First and foremost is our right to exist and to make our own decisions, to have self-determination wherever indigenous peoples exist. That is the pre-condition if we are ever going to address sustainable development, whether we are farmers at the local level, whether we are addressing water issues, or trying to eradicate poverty.

Food sovereignty

In Motion Magazine: Do you think the phrase "food sovereignty" has taken on a political significance?

Tom Goldtooth: Food sovereignty does take on a political front here because we haven't really had any constructive debate on what the definition of food sovereignty is. It's been politicized out of the framework of the participation of civil society, of the public and those people who are most impacted. It has to do with money again. Food sovereignty has to do with money. It has to do with who owns the seed, who owns the land and even who owns the water.

Who owns the crops? In the United States, we have Cargill and that's a big money operation. We've got Monsanto now not only producing the chemicals but they own the seeds. We are losing more local farmers whether it's indigenous peoples or non-indigenous people in the United States. We are losing lands to corporate farming. Foreign investors are buying up lands. Corporations are buying up land. This issue seems to be a corporate issue that needs to be addressed.

We are concerned there's no mechanism at the international level that is established to hold corporations accountable. That's why I think we are still at the same place as we were ten years ago. There has been some progress but not that much. In some countries indigenous peoples are not recognized. If an indigenous person stands up and says, "I demand a voice" in whatever issue it is, they could be shot or killed. In some regions, government leaders don't want to recognize indigenous peoples. They feel that we don't exist.

We even have a struggle with getting recognition in the United States where we do have treaty rights that we negotiated during the past couple hundred years. In America, indigenous peoples have some recognized rights through the legislative congressional process of the United States, however every year that goes by the U.S. government continues to erode our sovereignty and take away those rights. That's why we are concerned about other countries where indigenous peoples have no rights. That's why in our network we build linkages to keep our people informed and to develop strategies of how to address these issues.

The creative principle

In Motion Magazine: Is there anything else you about that you would like to talk about?

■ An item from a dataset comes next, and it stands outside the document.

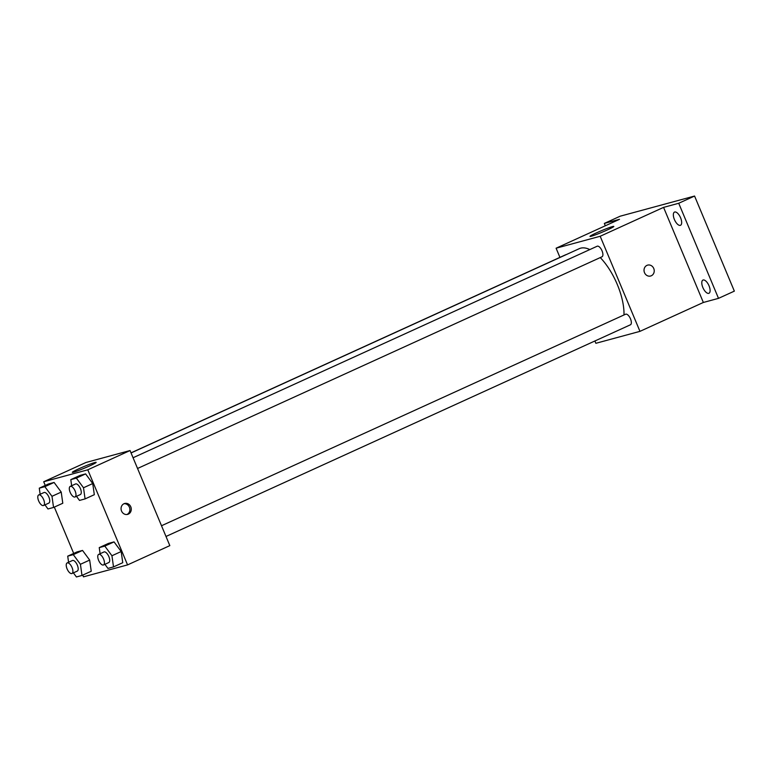 <?xml version="1.0" encoding="UTF-8"?>
<svg xmlns="http://www.w3.org/2000/svg" width="773" height="773" viewBox="0 0 773 773"><rect width="100%" height="100%" fill="white"/><g stroke="black" fill="none" stroke-linecap="round" stroke-linejoin="round"><path stroke-width="1.16" d="M605.317 225.774L604.331 223.426L620.178 216.198L694.569 196.042L734.35 291.131L718.504 298.359L703.353 302.465L639.957 331.356L595.877 343.299L594.901 340.98M604.331 223.426L619.492 219.319L556.096 248.21L600.186 236.267L663.572 207.377L678.723 203.27L694.569 196.042M596.398 232.895A12.909 0.831 157.3 0 1 613.82 226.421A12.909 0.831 157.3 0 1 602.235 232.171A12.909 0.831 157.3 0 1 590.002 236.383A12.909 0.831 157.3 0 1 596.398 232.895M678.723 203.27L718.504 298.359M680.298 225.358A7.257 3.179 65.5 0 1 674.51 219.764A7.257 3.179 65.5 0 1 674.5 212.082A7.257 3.179 65.5 0 1 674.713 212.005A7.257 3.179 65.5 0 1 680.501 217.6A7.257 3.179 65.5 0 1 680.511 225.281A7.257 3.179 65.5 0 1 680.298 225.358M708.744 293.354A7.257 3.179 65.5 0 1 702.957 287.749A7.257 3.179 65.5 0 1 702.937 280.068A7.257 3.179 65.5 0 1 703.15 279.99A7.257 3.179 65.5 0 1 708.938 285.595A7.257 3.179 65.5 0 1 708.957 293.276A7.257 3.179 65.5 0 1 708.744 293.354M663.572 207.377L703.353 302.465M623.995 314.949A45.192 19.769 -114.5 0 0 600.263 257.583M589.818 249.573A45.192 19.769 -114.5 0 0 579.286 248.664L131.062 452.959M600.186 236.267L639.957 331.356M559.932 257.37L556.096 248.21M137.555 468.477L601.974 256.8A5.807 2.541 -114.5 0 0 601.877 250.462A5.807 2.541 -114.5 0 0 597.162 246.229L133.062 457.751M165.992 536.472L630.42 324.795A5.807 2.541 -114.5 0 0 630.324 318.457A5.807 2.541 -114.5 0 0 625.599 314.225L161.509 525.746M131.024 452.862L565.643 254.771A5.807 2.541 65.5 0 1 566.116 254.665M647.648 265.12A5.653 5.063 -105.2 0 1 653.745 268.463A5.653 5.063 -105.2 0 1 650.605 276.019A5.653 5.063 -105.2 0 1 644.238 271.893A5.653 5.063 -105.2 0 1 647.648 265.12A5.653 5.063 -105.2 0 1 653.745 268.463A5.653 5.063 -105.2 0 1 650.595 276.019M45.249 485.444L43.703 481.753L85.967 462.486L130.048 450.543L169.828 545.632L127.564 564.899L83.484 576.842L82.75 575.102M71.657 485.744L70.797 479.627L80.044 475.414L85.61 473.897L92.741 483.55L94.316 494.701L92.741 483.55L83.503 487.763L85.069 498.914L79.503 500.421L76.469 496.324M68.575 562.28L67.715 556.154L76.962 551.941L82.527 550.434L89.668 560.077L91.233 571.237L89.668 560.077L80.421 564.29L81.986 575.45L76.421 576.958L73.387 572.861M43.703 481.753L87.793 469.8L127.564 564.899M73.696 553.429L54.313 507.107M100.094 553.739L99.244 547.613L108.481 543.4L114.046 541.892L121.187 551.535L122.752 562.696L121.187 551.535L111.94 555.748L113.505 566.909L107.94 568.416L104.906 564.319M40.138 494.285L39.278 488.169L48.525 483.956L54.091 482.449L61.222 492.092L62.787 503.242L61.222 492.092L51.984 496.305L53.55 507.455L47.974 508.963L44.95 504.866M87.793 469.8L130.048 450.543M78.73 468.844A12.909 0.831 157.3 0 1 96.152 462.37A12.909 0.831 157.3 0 1 84.557 468.119A12.909 0.831 157.3 0 1 72.324 472.332A12.909 0.831 157.3 0 1 78.73 468.844M130.792 506.817A5.653 5.063 -105.2 0 1 127.642 514.374A5.653 5.063 -105.2 0 1 121.274 510.248A5.653 5.063 -105.2 0 1 124.695 503.474A5.653 5.063 -105.2 0 1 130.792 506.817M124.009 503.716A5.653 5.063 -105.2 0 1 129.4 507.194A5.653 5.063 -105.2 0 1 126.936 514.509M39.278 488.169L44.844 486.661L51.984 496.305M43.539 505.503L48.825 503.097A5.807 2.541 -114.5 0 0 48.728 496.759A5.807 2.541 -114.5 0 0 44.003 492.527L38.718 494.933A5.807 2.541 -114.5 0 0 38.65 500.894A5.807 2.541 -114.5 0 0 43.539 505.503A5.807 2.541 -114.5 0 0 43.443 499.165A5.807 2.541 -114.5 0 0 38.718 494.933M53.55 507.455L62.787 503.242M48.525 483.956L54.091 482.449L61.222 492.092M44.844 486.661L54.091 482.449M70.797 479.627L76.363 478.12L83.503 487.763M75.058 496.962L80.344 494.556A5.807 2.541 -114.5 0 0 80.247 488.217A5.807 2.541 -114.5 0 0 75.522 483.985L70.237 486.391A5.807 2.541 -114.5 0 0 70.169 492.353A5.807 2.541 -114.5 0 0 75.058 496.962A5.807 2.541 -114.5 0 0 74.962 490.623A5.807 2.541 -114.5 0 0 70.237 486.391M85.069 498.914L94.316 494.701M80.044 475.414L85.61 473.897L92.741 483.55M76.363 478.12L85.61 473.897M67.715 556.154L73.29 554.647L80.421 564.29M71.976 573.498L77.261 571.092A5.807 2.541 -114.5 0 0 77.165 564.744A5.807 2.541 -114.5 0 0 72.44 560.512L67.164 562.928A5.807 2.541 -114.5 0 0 67.087 568.88A5.807 2.541 -114.5 0 0 71.976 573.498A5.807 2.541 -114.5 0 0 71.879 567.16A5.807 2.541 -114.5 0 0 67.164 562.928M81.986 575.45L91.233 571.237M76.962 551.941L82.527 550.434L89.668 560.077M73.29 554.647L82.527 550.434M99.244 547.613L104.809 546.105L111.94 555.748M103.505 564.957L108.78 562.551A5.807 2.541 -114.5 0 0 108.684 556.202A5.807 2.541 -114.5 0 0 103.959 551.97L98.683 554.386A5.807 2.541 -114.5 0 0 98.615 560.338A5.807 2.541 -114.5 0 0 103.505 564.957A5.807 2.541 -114.5 0 0 103.408 558.618A5.807 2.541 -114.5 0 0 98.683 554.386M113.505 566.909L122.752 562.696M108.481 543.4L114.046 541.892L121.187 551.535M104.809 546.105L114.046 541.892"/></g></svg>

Tom Goldtooth: We are really concerned about what we eat. We feel that all humans have a right to know what they are consuming. Our tribal elders tell us the food that is created in laboratories has no spirit. If we keep on eating food with no spirit we are going to lose our spirit. That means that we won't be able to think for ourselves. There's an energy force when we consume that creative principle of our Mother Earth. When civil society can't think for ourselves, then perhaps that is a time when industrialized corporate leaders and technology will take over and be thinking for us.